Come mostra il Grafico 1, il picco delle emissioni prodotte in Italia è stato toccato nel 2005, poi c’è stato un calo, mentre negli anni recenti c’è stato un andamento piuttosto stabile.
A prima vista, sembrerebbe comunque che il nostro Paese sia ancora lontano dall’obiettivo del -20 per cento del 2020 visto prima. Ma non bisogna fare confusione: la riduzione di un quinto delle emissioni è infatti un target a livello europeo. Per raggiungerlo, l’Ue
ha messo in campo due provvedimenti principali, e solo il secondo prevede dei singoli obiettivi per i vari Stati membri.
Lo scambio di quote di emissione
In primo luogo, c’è il sistema di scambio di quote di emissione (Ets), che
riguarda i gas serra prodotti da centrali elettriche, impianti industriali e dalle compagnie aeree. In parole semplici, si tratta di un vero e proprio mercato delle emissioni: ogni anno viene stabilito un tetto massimo di emissioni, che cala con il tempo, e i partecipanti possono acquistare e vendere le proprie quote di produzione dei gas a effetto serra.

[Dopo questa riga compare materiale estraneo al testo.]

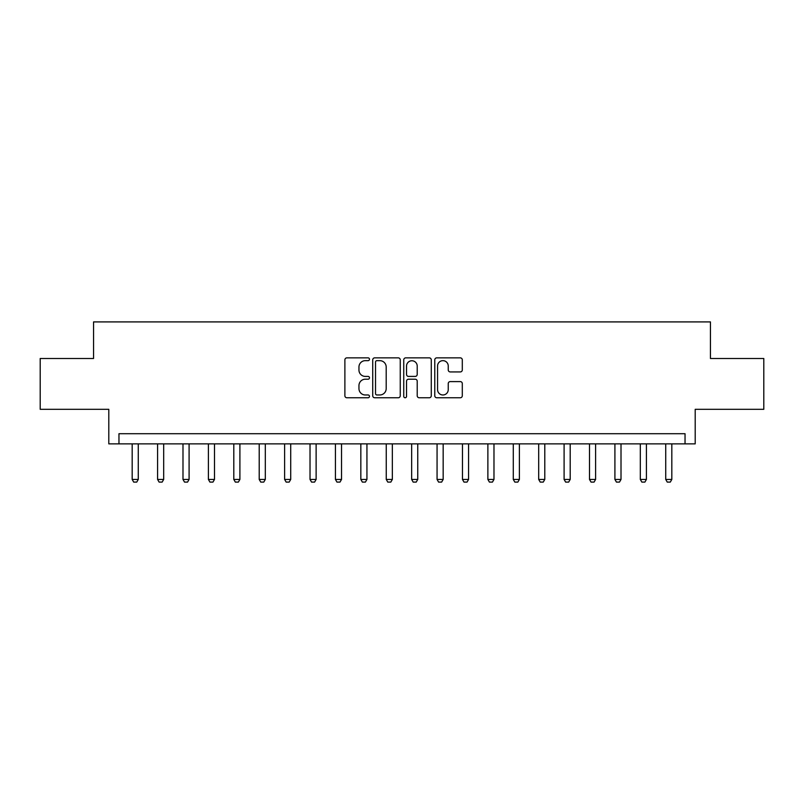 <?xml version="1.0" encoding="UTF-8"?>
<svg xmlns="http://www.w3.org/2000/svg" width="804" height="804" viewBox="0 0 804 804"><rect width="100%" height="100%" fill="white"/><g stroke="black" fill="none" stroke-linecap="round" stroke-linejoin="round"><path stroke-width="1.21" d="M369.478 359.257A1.397 1.397 0 0 0 368.081 357.86L346.886 357.86A2 2 0 0 0 344.886 359.86L344.886 395.769A2 2 0 0 0 346.886 397.759L368.081 397.759A1.397 1.397 0 0 0 369.478 396.362A1.397 1.397 0 0 0 368.081 394.975L365.338 394.975A6.382 6.382 0 0 1 358.956 388.583L358.956 385.588A6.382 6.382 0 0 1 365.338 379.207L368.081 379.207A1.397 1.397 0 0 0 369.478 377.81A1.397 1.397 0 0 0 368.081 376.413L365.338 376.413A6.382 6.382 0 0 1 358.956 370.031L358.956 367.036A6.382 6.382 0 0 1 365.338 360.654L368.081 360.654A1.397 1.397 0 0 0 369.478 359.257M460.31 371.93A2 2 0 0 0 462.3 369.93L462.3 359.86A2 2 0 0 0 460.31 357.86L436.763 357.86A2 2 0 0 0 434.773 359.86L434.773 395.769A2 2 0 0 0 436.763 397.759L460.31 397.759A2 2 0 0 0 462.3 395.769L462.3 383.598A2 2 0 0 0 460.31 381.598L450.23 381.598A2 2 0 0 0 448.24 383.598L448.24 389.628A5.337 5.337 0 0 1 442.903 394.975A5.337 5.337 0 0 1 437.567 389.628L437.567 365.991A5.337 5.337 0 0 1 442.903 360.654A5.337 5.337 0 0 1 448.24 365.991L448.24 369.93A2 2 0 0 0 450.23 371.93L460.31 371.93M685.038 443.868L695.199 443.868L695.199 409.316L763.8 409.316L763.8 358.504L710.445 358.504L710.445 321.912L93.555 321.912L93.555 358.504L40.2 358.504L40.2 409.316L108.801 409.316L108.801 443.868L685.038 443.868L685.038 433.708L118.962 433.708L118.962 443.868M400.251 359.86A2 2 0 0 0 398.261 357.86L374.714 357.86A2 2 0 0 0 372.724 359.86L372.724 395.769A2 2 0 0 0 374.714 397.759L398.261 397.759A2 2 0 0 0 400.251 395.769L400.251 359.86M405.739 357.86L429.286 357.86A2 2 0 0 1 431.276 359.86L431.276 395.769A2 2 0 0 1 429.286 397.759L419.206 397.759A2 2 0 0 1 417.216 395.769L417.216 381.207A2 2 0 0 0 415.216 379.207L408.532 379.207A2 2 0 0 0 406.543 381.207L406.543 396.362A1.397 1.397 0 0 1 405.146 397.759A1.397 1.397 0 0 1 403.749 396.362L403.749 359.86A2 2 0 0 1 405.739 357.86M376.915 360.654A1.397 1.397 0 0 0 375.518 362.051L375.518 393.578A1.397 1.397 0 0 0 376.915 394.975L379.8 394.975A6.382 6.382 0 0 0 386.191 388.583L386.191 367.036A6.382 6.382 0 0 0 379.8 360.654L376.915 360.654M417.216 366.091A5.337 5.337 0 0 0 411.879 360.755A5.337 5.337 0 0 0 406.543 366.091L406.543 374.423A2 2 0 0 0 408.532 376.413L415.216 376.413A2 2 0 0 0 417.216 374.423L417.216 366.091M132.178 443.868L132.178 479.445L138.268 479.445L138.268 443.868M138.268 479.445L136.75 482.088L133.695 482.088L132.178 479.445M157.584 443.868L157.584 479.445L163.684 479.445L163.684 443.868M163.684 479.445L162.157 482.088L159.102 482.088L157.584 479.445M182.99 443.868L182.99 479.445L189.091 479.445L189.091 443.868M189.091 479.445L187.563 482.088L184.518 482.088L182.99 479.445M208.397 443.868L208.397 479.445L214.497 479.445L214.497 443.868M214.497 479.445L212.97 482.088L209.924 482.088L208.397 479.445M233.803 443.868L233.803 479.445L239.904 479.445L239.904 443.868M239.904 479.445L238.376 482.088L235.331 482.088L233.803 479.445M259.21 443.868L259.21 479.445L265.31 479.445L265.31 443.868M265.31 479.445L263.782 482.088L260.737 482.088L259.21 479.445M284.616 443.868L284.616 479.445L290.716 479.445L290.716 443.868M290.716 479.445L289.189 482.088L286.144 482.088L284.616 479.445M310.022 443.868L310.022 479.445L316.123 479.445L316.123 443.868M316.123 479.445L314.595 482.088L311.55 482.088L310.022 479.445M335.429 443.868L335.429 479.445L341.529 479.445L341.529 443.868M341.529 479.445L340.002 482.088L336.956 482.088L335.429 479.445M360.835 443.868L360.835 479.445L366.936 479.445L366.936 443.868M366.936 479.445L365.418 482.088L362.363 482.088L360.835 479.445M386.252 443.868L386.252 479.445L392.342 479.445L392.342 443.868M392.342 479.445L390.824 482.088L387.769 482.088L386.252 479.445M411.658 443.868L411.658 479.445L417.748 479.445L417.748 443.868M417.748 479.445L416.231 482.088L413.176 482.088L411.658 479.445M437.064 443.868L437.064 479.445L443.165 479.445L443.165 443.868M443.165 479.445L441.637 482.088L438.582 482.088L437.064 479.445M462.471 443.868L462.471 479.445L468.571 479.445L468.571 443.868M468.571 479.445L467.044 482.088L463.998 482.088L462.471 479.445M487.877 443.868L487.877 479.445L493.978 479.445L493.978 443.868M493.978 479.445L492.45 482.088L489.405 482.088L487.877 479.445M513.284 443.868L513.284 479.445L519.384 479.445L519.384 443.868M519.384 479.445L517.856 482.088L514.811 482.088L513.284 479.445M538.69 443.868L538.69 479.445L544.79 479.445L544.79 443.868M544.79 479.445L543.263 482.088L540.218 482.088L538.69 479.445M564.096 443.868L564.096 479.445L570.197 479.445L570.197 443.868M570.197 479.445L568.669 482.088L565.624 482.088L564.096 479.445M589.503 443.868L589.503 479.445L595.603 479.445L595.603 443.868M595.603 479.445L594.076 482.088L591.03 482.088L589.503 479.445M614.909 443.868L614.909 479.445L621.01 479.445L621.01 443.868M621.01 479.445L619.482 482.088L616.437 482.088L614.909 479.445M640.316 443.868L640.316 479.445L646.416 479.445L646.416 443.868M646.416 479.445L644.898 482.088L641.843 482.088L640.316 479.445M665.732 443.868L665.732 479.445L671.822 479.445L671.822 443.868M671.822 479.445L670.305 482.088L667.25 482.088L665.732 479.445"/></g></svg>

Nel caso delle emissioni Ets, l’obiettivo comunitario è di una riduzione del 21 per cento tra il 2005 e il 2020, che
è stato già raggiunto (p. 15). I dati del 2019 parlano infatti di una diminuzione delle emissioni regolate dal Ets del 33 per cento.
Gli obiettivi Esd
In secondo luogo, ci sono singoli obiettivi nazionali per la riduzione delle emissioni non coperte dal sistema Ets, come per esempio quelle dell’agricoltura, delle case e dei trasporti. Per il 2020 ogni Paese
ha target diversi a seconda, per esempio, della propria ricchezza o della propria popolazione.
Entro quest’anno l’Italia
deve ridurre del 13 per cento le emissioni in questo ambito (Esd, da
Effort sharing decision), rispetto ai livelli del 2005. Nel 2018 il nostro Paese
aveva già registrato un calo di circa il 16,8 per cento, superiore dunque all’obiettivo. Anche Regno Unito e Spagna avevano già raggiunto il traguardo, come altri Paesi più piccoli, tra cui Grecia, Repubblica Ceca, Svezia e Romania.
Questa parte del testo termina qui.